Declassified: Intelligence community assessment annex shows ‘limited corroboration’ of Steele dossier

The annex to the 2017 intelligence community assessment on Russian election interference containing allegations from British ex-spy Christopher Steele’s dossier was declassified Thursday, revealing the U.S. government claimed to have “only limited corroboration” of the former MI6 agent’s claims.

The two-page annex, appended to the January 2017 conclusion by the FBI, CIA, and National Security Agency that the Kremlin interfered in the 2016 election to help then-candidate Donald Trump and hurt Hillary Clinton, was declassified by Director of National Intelligence John Ratcliffe and obtained by the Washington Examiner.

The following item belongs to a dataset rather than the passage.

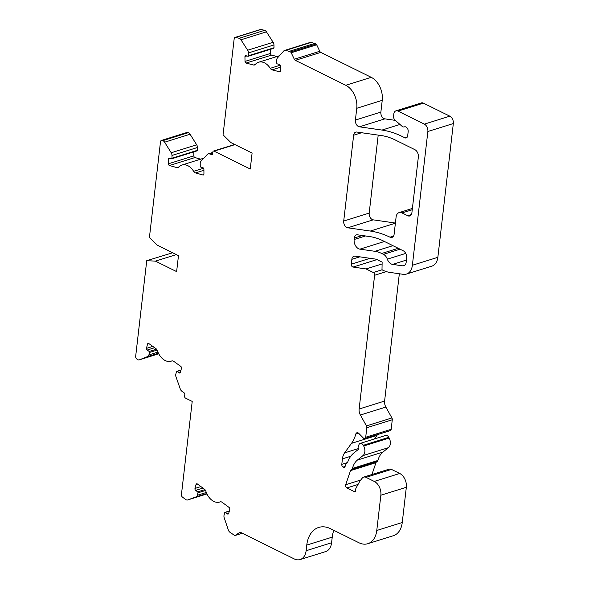 <?xml version="1.0" encoding="UTF-8"?>
<svg xmlns="http://www.w3.org/2000/svg" width="589" height="589" viewBox="0 0 589 589"><rect width="100%" height="100%" fill="white"/><g stroke="black" fill="none" stroke-linecap="round" stroke-linejoin="round"><path stroke-width="0.88" d="M404.231 126.922A3.652 2.489 -107.3 0 0 404.29 126.907L404.231 126.922A3.652 2.489 -107.3 0 1 402.103 126.318L395.116 120.215A3.652 2.489 72.7 0 1 393.577 116.055L393.82 113.949A5.11 3.482 72.7 0 1 395.918 110.865A5.11 3.482 72.7 0 1 397.973 111.085L424.345 124.124A5.838 3.983 72.7 0 1 427.864 131.487L412.381 265.264A14.6 9.961 72.7 0 1 406.388 274.091A14.6 9.961 72.7 0 1 403.237 274.327L389.624 272.361A36.496 24.9 72.7 0 1 382.798 270.189L382.445 270.012A0.729 0.501 72.7 0 1 382.003 269.18L382.136 262.127L376.872 259.528A7.296 4.977 -107.3 0 0 375.51 259.094L355.057 256.149A5.11 3.482 -107.3 0 0 353.952 256.23A5.11 3.482 -107.3 0 0 351.854 259.315L351.294 264.166A2.187 1.495 -107.3 0 0 353.025 267.06L366.049 268.937L373.286 272.516A2.187 1.495 72.7 0 1 374.604 275.277L359.128 409.016A7.296 4.977 -107.3 0 0 360.387 415.024L366.432 425.891A2.187 1.495 72.7 0 1 366.807 427.695L365.703 437.244A2.187 1.495 72.7 0 1 364.805 438.569A2.187 1.495 72.7 0 1 363.406 438.091L358.789 433.394A2.923 1.995 -107.3 0 0 356.919 432.76A2.923 1.995 -107.3 0 0 355.808 434.071A36.496 24.9 72.7 0 1 351.493 443.362L344.587 452.882A14.6 9.961 -107.3 0 0 342.437 458.846L341.797 464.331A2.187 1.495 -107.3 0 0 343.122 467.092L343.402 467.232A2.187 1.495 -107.3 0 0 344.285 467.327A2.187 1.495 -107.3 0 0 345.088 466.459L345.817 464.331A2.187 1.495 72.7 0 1 346.332 463.609L347.09 463.079A2.187 1.495 -107.3 0 0 347.613 462.35A29.929 20.416 72.7 0 1 353.775 453.074L358.34 449.414A2.187 1.495 -107.3 0 0 358.892 448.281A2.187 1.495 -107.3 0 0 358.826 447.287A3.652 2.489 72.7 0 1 360.21 443.421A3.652 2.489 72.7 0 1 363.317 445.284L363.7 446.02A7.296 4.977 72.7 0 1 364.841 451.807A7.296 4.977 72.7 0 1 362.993 455.599L357.435 460.053A21.896 14.939 -107.3 0 0 352.465 468.402A2.187 1.495 72.7 0 1 351.898 469.286L351.037 469.882A2.187 1.495 -107.3 0 0 350.514 470.611L345.684 484.718A2.187 1.495 -107.3 0 0 346.906 487.942L354.74 491.815A0.729 0.501 -107.3 0 0 355.336 491.403L355.484 490.158A7.296 4.977 72.7 0 1 356.242 487.677L359.945 481.029L362.242 478.128A5.838 3.983 72.7 0 1 363.685 477.112A5.838 3.983 72.7 0 1 366.034 477.362L374.258 481.427A10.948 7.466 72.7 0 1 380.855 495.231L376.776 530.475A21.896 14.939 72.7 0 1 367.794 543.713A21.896 14.939 72.7 0 1 358.959 542.756L330.525 528.701A29.192 19.916 -107.3 0 0 318.752 527.427A29.192 19.916 -107.3 0 0 306.766 545.075L306.118 550.73A14.6 9.961 72.7 0 1 300.125 559.55A14.6 9.961 72.7 0 1 294.235 558.917L240.71 532.456A2.187 1.495 -107.3 0 0 239.826 532.36A2.187 1.495 -107.3 0 0 239.546 532.493L235.364 535.379A1.458 0.994 72.7 0 1 235.173 535.467A1.458 0.994 72.7 0 1 234.584 535.408L229.85 532.213A3.652 2.489 72.7 0 1 228.341 530.019L224.218 517.797A3.652 2.489 72.7 0 1 224.07 515.103L224.733 512.658A0.729 0.501 72.7 0 1 225.396 512.415L227.383 513.888A1.458 0.994 -107.3 0 0 228.149 514.057A1.458 0.994 -107.3 0 0 228.701 513.402L229.776 509.433A1.458 0.994 -107.3 0 0 229.82 509.205A1.458 0.994 -107.3 0 0 229.121 507.475L222.105 502.284A3.652 2.489 -107.3 0 0 220.19 501.85A3.652 2.489 -107.3 0 0 220.087 501.887A14.6 9.961 72.7 0 1 219.675 502.034A14.6 9.961 72.7 0 1 205.922 491.395A3.652 2.489 -107.3 0 0 204.405 489.172L197.389 483.981A1.458 0.994 -107.3 0 0 196.623 483.805A1.458 0.994 -107.3 0 0 196.063 484.467L194.988 488.436A1.458 0.994 -107.3 0 0 195.651 490.387L197.632 491.859A0.729 0.501 72.7 0 1 197.963 492.831L197.3 495.275A3.652 2.489 72.7 0 1 195.99 496.895L187.729 499.936A3.652 2.489 72.7 0 1 187.648 499.965A3.652 2.489 72.7 0 1 185.726 499.538L182.494 497.138A2.187 1.495 72.7 0 1 181.441 494.539L192.213 401.418L185.491 398.098A1.458 0.994 72.7 0 1 184.615 396.257L184.806 394.556A1.458 0.994 -107.3 0 0 184.092 392.811L181.817 391.184A3.652 2.489 72.7 0 1 180.286 389.02L176.008 376.857A3.652 2.489 72.7 0 1 175.839 374.155L176.464 371.688A0.729 0.501 72.7 0 1 177.12 371.423L179.115 372.852A1.458 0.994 -107.3 0 0 179.859 373.014A1.458 0.994 -107.3 0 0 180.425 372.329L181.441 368.324A1.458 0.994 -107.3 0 0 181.478 368.118A1.458 0.994 -107.3 0 0 180.764 366.373L173.711 361.337A3.652 2.489 -107.3 0 0 171.833 360.932A3.652 2.489 -107.3 0 0 171.693 360.983A14.6 9.961 72.7 0 1 171.112 361.197A14.6 9.961 72.7 0 1 157.447 350.801A3.652 2.489 -107.3 0 0 155.901 348.607L148.848 343.564A1.458 0.994 -107.3 0 0 148.104 343.402A1.458 0.994 -107.3 0 0 147.537 344.086L146.447 348.371A1.458 0.994 72.7 0 1 146.433 348.357L146.477 348.386A1.458 0.994 -107.3 0 0 147.206 350.043L149.201 351.464A0.729 0.501 72.7 0 1 149.54 352.436L148.914 354.909A3.652 2.489 72.7 0 1 147.625 356.566L139.438 359.82A3.652 2.489 72.7 0 1 139.313 359.864A3.652 2.489 72.7 0 1 137.443 359.459L136.744 358.966A2.187 1.495 72.7 0 1 135.669 356.345L146.735 260.691L172.651 252.769M360.21 443.421L385.685 435.47A3.652 2.489 72.7 0 1 388.784 437.34L389.174 438.076A7.296 4.977 72.7 0 1 390.308 443.863A7.296 4.977 72.7 0 1 388.468 447.655L382.909 452.109A21.896 14.939 -107.3 0 0 377.932 460.458A2.187 1.495 72.7 0 1 377.372 461.342L376.504 461.938A2.187 1.495 -107.3 0 0 375.988 462.659L371.924 474.535M146.735 260.691L155.43 261.126L176.626 271.603L178.474 255.641L157.278 245.164L149.429 237.419L160.495 141.765A2.187 1.495 72.7 0 1 161.393 140.447A2.187 1.495 72.7 0 1 162.027 140.447L162.763 140.653A3.652 2.489 72.7 0 1 164.618 142.199L171.208 152.757A3.652 2.489 72.7 0 1 171.988 155.437L172.01 158.227A0.729 0.501 72.7 0 1 171.495 158.78L169.404 158.183A1.458 0.994 -107.3 0 0 168.977 158.183A1.458 0.994 -107.3 0 0 168.388 158.978L168.344 158.964A1.458 0.994 72.7 0 1 168.366 158.971L168.395 163.808A1.458 0.994 -107.3 0 0 169.455 165.502L176.847 167.6A3.652 2.489 -107.3 0 0 177.907 167.6A3.652 2.489 -107.3 0 0 178.703 167.085A14.6 9.961 72.7 0 1 181.891 165.023A14.6 9.961 72.7 0 1 193.634 171.325A3.652 2.489 -107.3 0 0 195.511 172.901L202.903 174.999A1.458 0.994 -107.3 0 0 203.33 174.999A1.458 0.994 -107.3 0 0 203.927 174.116A1.458 0.994 -107.3 0 0 203.941 173.902L203.904 169.374A1.458 0.994 -107.3 0 0 202.852 167.681L200.761 167.085A0.729 0.501 72.7 0 1 200.238 166.245L200.216 163.455A3.652 2.489 72.7 0 1 200.959 161.209L207.431 154.355A3.652 2.489 72.7 0 1 208.212 153.862A3.652 2.489 72.7 0 1 209.272 153.862L211.657 154.539A1.458 0.994 -107.3 0 0 212.084 154.539A1.458 0.994 -107.3 0 0 212.681 153.655L212.879 151.955A1.458 0.994 72.7 0 1 213.476 151.071A1.458 0.994 72.7 0 1 214.065 151.137L250.259 169.028L252.099 153.066L230.903 142.59L223.054 134.844L234.179 38.727A2.187 1.495 72.7 0 1 235.077 37.401L260.552 29.457A2.187 1.495 72.7 0 1 261.155 29.45L264.571 30.341A3.652 2.489 72.7 0 1 266.434 31.843L273.141 42.283A3.652 2.489 72.7 0 1 273.959 44.955L274.01 47.753A0.729 0.501 72.7 0 1 273.502 48.32M235.077 37.401A2.187 1.495 72.7 0 1 235.688 37.394L239.097 38.285A3.652 2.489 72.7 0 1 240.967 39.794L247.674 50.234A3.652 2.489 72.7 0 1 248.484 52.907L248.543 55.705A0.729 0.501 72.7 0 1 248.035 56.264L245.944 55.719A1.458 0.994 -107.3 0 0 245.539 55.727A1.458 0.994 -107.3 0 0 244.943 56.544L246.835 55.955M161.393 140.447L186.86 132.496A2.187 1.495 72.7 0 1 187.501 132.496L188.23 132.702A3.652 2.489 72.7 0 1 190.085 134.248L196.682 144.813A3.652 2.489 72.7 0 1 197.462 147.493L197.484 150.283A0.729 0.501 72.7 0 1 196.962 150.828M244.943 56.544L245.017 61.396A1.458 0.994 -107.3 0 0 246.092 63.067L253.484 64.989A3.652 2.489 -107.3 0 0 254.5 64.981A3.652 2.489 -107.3 0 0 255.324 64.429A14.6 9.961 72.7 0 1 258.637 62.228A14.6 9.961 72.7 0 1 270.255 68.317A3.652 2.489 -107.3 0 0 272.14 69.855L279.532 71.784A1.458 0.994 -107.3 0 0 279.937 71.777A1.458 0.994 -107.3 0 0 280.533 70.894A1.458 0.994 -107.3 0 0 280.548 70.658L280.46 66.108A1.458 0.994 -107.3 0 0 279.385 64.437L277.294 63.892A0.729 0.501 72.7 0 1 276.756 63.06L276.697 60.262A3.652 2.489 72.7 0 1 277.419 57.987L283.773 50.956A3.652 2.489 72.7 0 1 284.583 50.426A3.652 2.489 72.7 0 1 285.599 50.411L289.258 51.361L314.732 43.417L315.991 44.042A1.458 0.994 72.7 0 1 316.676 44.793L319.775 51.272A2.187 1.495 -107.3 0 0 320.806 52.399L371.232 77.328A18.244 12.45 72.7 0 1 382.232 100.336L380.869 112.124A5.11 3.482 -107.3 0 0 384.904 118.868L395.293 120.362M381.576 135.603A72.992 49.793 72.7 0 1 395.219 139.954L414.833 149.643A5.838 3.983 72.7 0 1 418.352 157.013L411.888 212.865A5.11 3.482 72.7 0 1 409.789 215.957A5.11 3.482 72.7 0 1 407.728 215.729L402.044 212.923A7.296 4.977 -107.3 0 0 399.099 212.6A7.296 4.977 -107.3 0 0 396.102 217.017L394.107 234.297A5.11 3.482 72.7 0 1 392.009 237.382A5.11 3.482 72.7 0 1 389.984 237.183A109.48 74.693 -107.3 0 0 370.319 231.05L347.746 227.803A5.11 3.482 72.7 0 1 343.711 221.052L353.643 135.212A5.11 3.482 72.7 0 1 355.741 132.127A5.11 3.482 72.7 0 1 356.846 132.046L381.576 135.603M395.403 223.047L373.22 219.852A5.11 3.482 72.7 0 1 369.185 213.108L378.204 135.117M406.182 262.201L406.653 258.078A5.838 3.983 -107.3 0 0 403.134 250.715L383.306 240.916A72.992 49.793 -107.3 0 0 369.671 236.564L357.53 234.812A5.11 3.482 -107.3 0 0 356.419 234.893A5.11 3.482 -107.3 0 0 354.328 237.985L354.151 239.509A7.296 4.977 -107.3 0 0 359.916 249.147L374.876 251.304A36.496 24.9 72.7 0 1 381.701 253.476L383.476 254.352A7.296 4.977 72.7 0 1 387.334 259.153A7.296 4.977 -107.3 0 0 392.561 264.387L402.523 265.823A5.838 3.983 -107.3 0 0 403.782 265.727A5.838 3.983 -107.3 0 0 406.182 262.201M404.29 126.907L404.444 126.849A3.652 2.489 72.7 0 1 404.503 126.834A3.652 2.489 72.7 0 1 407.161 128.004A3.652 2.489 72.7 0 1 408.177 131.59L407.698 135.706A3.652 2.489 72.7 0 1 406.196 137.914A3.652 2.489 72.7 0 1 404.658 137.716L407.36 136.876M270.41 49.343L270.491 53.444A1.458 0.994 -107.3 0 0 271.558 55.116L276.94 56.515M193.84 151.874L193.869 155.864A1.458 0.994 -107.3 0 0 194.922 157.55L200.635 159.177M155.43 261.126L176.354 254.595M168.388 158.978L170.206 158.412M284.583 50.426L310.05 42.474A3.652 2.489 72.7 0 1 311.073 42.46L314.732 43.417M289.258 51.361L290.517 51.987A1.458 0.994 72.7 0 1 291.209 52.738L294.301 59.217A2.187 1.495 -107.3 0 0 295.332 60.343L345.758 85.272A18.244 12.45 72.7 0 1 356.757 108.288L355.395 120.068A5.11 3.482 -107.3 0 0 359.43 126.819L381.996 130.066A109.48 74.693 72.7 0 1 404.658 137.716M395.918 110.865L421.385 102.913A5.11 3.482 72.7 0 1 423.447 103.141L449.812 116.173A5.838 3.983 72.7 0 1 453.331 123.535L437.855 257.319A14.6 9.961 72.7 0 1 431.862 266.14L406.388 274.091M366.049 268.937L382.106 263.931M399.335 273.76L384.602 401.072A7.296 4.977 -107.3 0 0 385.861 407.08L391.906 417.94A2.187 1.495 72.7 0 1 392.281 419.743L391.177 429.3A2.187 1.495 72.7 0 1 390.279 430.625L364.805 438.569M377.534 434.594A36.496 24.9 72.7 0 1 376.967 435.418L374.368 439.004M363.685 477.112L389.152 469.161A5.838 3.983 72.7 0 1 391.508 469.418L399.725 473.475A10.948 7.466 72.7 0 1 406.329 487.287L402.25 522.531A21.896 14.939 72.7 0 1 393.261 535.762L367.794 543.713M333.838 530.336A29.192 19.916 -107.3 0 0 332.24 537.124L331.585 542.778A14.6 9.961 72.7 0 1 325.592 551.606L300.125 559.55M146.447 348.371L152.801 346.391L146.477 348.386M149.54 352.436L157.13 350.072M197.963 492.831L205.517 490.475M362.993 455.599L388.468 447.655M407.728 215.729L411.358 214.602M402.044 212.923L412.248 209.736M389.984 237.183L393.555 236.064M370.319 231.05L395.388 223.231M347.746 227.803L373.22 219.852M343.711 221.052L369.185 213.108M353.643 135.212L361.609 132.731M354.328 237.985L362.287 235.504M354.151 239.509L365.504 235.968M359.916 249.147L384.462 241.49M374.876 251.304L392.929 245.672M381.701 253.476L398.267 248.308M383.476 254.352L400.041 249.184M387.334 259.153L405.725 253.417M392.561 264.387L406.425 260.066M402.523 265.823L404.871 265.087M196.063 484.467L197.462 484.033M279.532 71.784L280.276 71.549M272.14 69.855L280.482 67.249M270.255 68.317L280.224 65.21M253.484 64.989L255.346 64.407M246.092 63.067L271.558 55.116M245.017 61.396L270.491 53.444M202.903 174.999L203.676 174.756M195.511 172.901L203.912 170.273M193.634 171.325L203.551 168.233M176.847 167.6L178.791 166.989M169.455 165.502L194.922 157.55M168.395 163.808L193.869 155.864M162.027 140.447L187.501 132.496M162.763 140.653L188.23 132.702M164.618 142.199L190.085 134.248M171.208 152.757L196.682 144.813M171.988 155.437L197.462 147.493M172.01 158.227L197.484 150.283M209.272 153.862L212.784 152.765M211.657 154.539L212.43 154.296M214.065 151.137L234.989 144.607M235.688 37.394L261.155 29.45M239.097 38.285L264.571 30.341M240.967 39.794L266.434 31.843M247.674 50.234L273.141 42.283M248.484 52.907L273.959 44.955M248.543 55.705L274.01 47.753M285.599 50.411L311.073 42.46M290.517 51.987L315.991 44.042M291.209 52.738L316.676 44.793M294.301 59.217L319.775 51.272M295.332 60.343L320.806 52.399M345.758 85.272L371.232 77.328M356.757 108.288L382.232 100.336M355.395 120.068L380.869 112.124M359.43 126.819L384.904 118.868M381.996 130.066L399.975 124.456M397.973 111.085L423.447 103.141M424.345 124.124L449.812 116.173M427.864 131.487L453.331 123.535M412.381 265.264L437.855 257.319M351.854 259.315L359.82 256.833M351.294 264.166L370.076 258.313M353.025 267.06L376.989 259.587M373.286 272.516L382.165 269.747M374.604 275.277L386.34 271.617M359.128 409.016L384.602 401.072M360.387 415.024L385.861 407.08M366.432 425.891L391.906 417.94M366.807 427.695L392.281 419.743M365.703 437.244L391.177 429.3M355.808 434.071L358.583 433.209M351.493 443.362L376.967 435.418M344.587 452.882L358.87 448.428M342.437 458.846L350.742 456.254M341.797 464.331L347.532 462.534M343.122 467.092L345.08 466.481M343.402 467.232L344.963 466.746M363.317 445.284L388.784 437.34M363.7 446.02L389.174 438.076M357.435 460.053L382.909 452.109M352.465 468.402L377.932 460.458M351.898 469.286L377.372 461.342M351.037 469.882L376.504 461.938M350.514 470.611L375.988 462.659M345.684 484.718L360.74 480.02M346.906 487.942L358.031 484.467M354.74 491.815L355.263 491.653M366.034 477.362L391.508 469.418M374.258 481.427L399.725 473.475M380.855 495.231L406.329 487.287M376.776 530.475L402.25 522.531M306.766 545.075L332.24 537.124M306.118 550.73L331.585 542.778M239.546 532.493L240.135 532.309M235.364 535.379L242.263 533.222M225.396 512.415L229.298 511.2M227.383 513.888L228.679 513.483M194.988 488.436L200.908 486.588M195.651 490.387L202.962 488.104M197.632 491.859L204.876 489.599M197.3 495.275L206.312 492.47M195.99 496.895L206.761 493.538M187.729 499.936L206.953 493.943L187.648 499.965M177.12 371.423L180.963 370.231M179.115 372.852L180.389 372.454M147.537 344.086L148.958 343.645M147.206 350.043L154.657 347.716M149.201 351.464L156.527 349.181M148.914 354.909L157.94 352.089M147.625 356.566L158.434 353.194M139.438 359.82L158.743 353.798L139.313 359.864M273.708 48.32L248.234 56.264M197.175 150.828L171.708 158.78M412.396 208.454L399.099 212.6M203.823 158.176L181.891 165.023M212.828 152.418L208.212 153.862M234.68 144.46L213.476 151.071M279.451 55.734L258.637 62.228M242.307 533.244L235.173 535.467M229.364 510.972L225.013 512.334M220.433 501.791L219.675 502.034M181.014 370.017L176.744 371.35M172.172 360.866L171.112 361.197"/></g></svg>

Both fired FBI Director James Comey and fired Deputy Director Andrew McCabe had unsuccessfully pushed to include Steele’s unverified research in the official public assessment, according to a Justice Department watchdog report.“

An FBI source using both identified and unidentified sub sources volunteered highly politically sensitive information from the summer to the full of 2016 on Russian influence efforts aimed at the U.S. presidential election,” the annex stated.

“We have only limited corroboration of the source’s reporting in this case and did not use it to reach the analytic conclusions of the CIA/FBI/NSA assessment.”The declassified annex said that “some of the FBI source’s reporting is consistent with the judgments in this assessment.”

The annex was partly declassified through a Freedom of Information Act lawsuit in 2018, but the judgments about the dossier’s veracity haven’t been visible to the public until now

Justice Department Inspector General Michael Horowitz’s lengthy December report criticized the DOJ and the FBI for at least 17 “significant errors and omissions” related to the Foreign Intelligence Surveillance Act warrants against Trump campaign associate Carter Page and for the bureau’s reliance on Steele’s unverified dossier.

Steele put his research together at the behest of the opposition research firm Fusion GPS, funded by Hillary Clinton’s presidential campaign and the Democratic National Committee through the Perkins Coie law firm.

Declassified footnotes showed the FBI was aware that Steele’s dossier may have been compromised by Russian disinformation.The declassified annex did not mention Steele by name but described him as a “source” who “maintains and collects information from a layered network of identified and unidentified sub sources.”

Horowitz said FBI interviews with Steele’s primary Moscow-based source

“raised significant questions about the reliability of the Steele election reporting”

and cast doubt on some of its biggest claims.

Steele’s dossier claimed to have a source described as a “close associate of Trump” and attributed to him some of the more salacious and unsubstantiated allegations about Trump, including the claim about Trump and prostitutes at a hotel during the 2013 Miss Universe pageant in Moscow, as well as the assertion of a “well-developed conspiracy” between Trump and Russia.

No such conspiracy has been unearthed.The annex also noted that “the source’s reporting appears to have been acquired by multiple Western press organizations starting in October [2016].”

“The most politically-sensitive claims by the FBI source alleged a close relationship between the President-elect and the Kremlin,” the annex stated.

“The source claimed that the President-elect and his top campaign advisers knowingly worked with Russian officials to bolster his chances of beating Secretary Clinton; were fully knowledgeable of Russia’s direction of leaked Democratic emails; and were offered financial compensation from Moscow.”

 

Robert Mueller’s special counsel report, released in April 2019, said his investigation “identified numerous links between the Russian government and the Trump campaign” and that Russia interfered in a “sweeping and systematic fashion,” but the team “did not establish that members of the Trump campaign conspired or coordinated with the Russian government in its election interference activities.”

The annex stated that “the source collected this information on behalf of private clients.” It did not mention that those clients were the Clinton campaign and the Democratic National Committee.

The annex also noted that Steele’s dossier “claimed the Kremlin had cultivated the President-elect for at least five years, had fed him and his team intelligence about Secretary Clinton and other opponents for years, and agreed to use WikiLeaks in return for policy concessions by the President-elect — assuming he won the election — on NATO and Ukraine.”

Mueller and other investigators did not present any evidence showing these claims to be true.Steele provided the FBI with other information despite being “unable to vouch for … [its] sourcing and accuracy,” the annex added.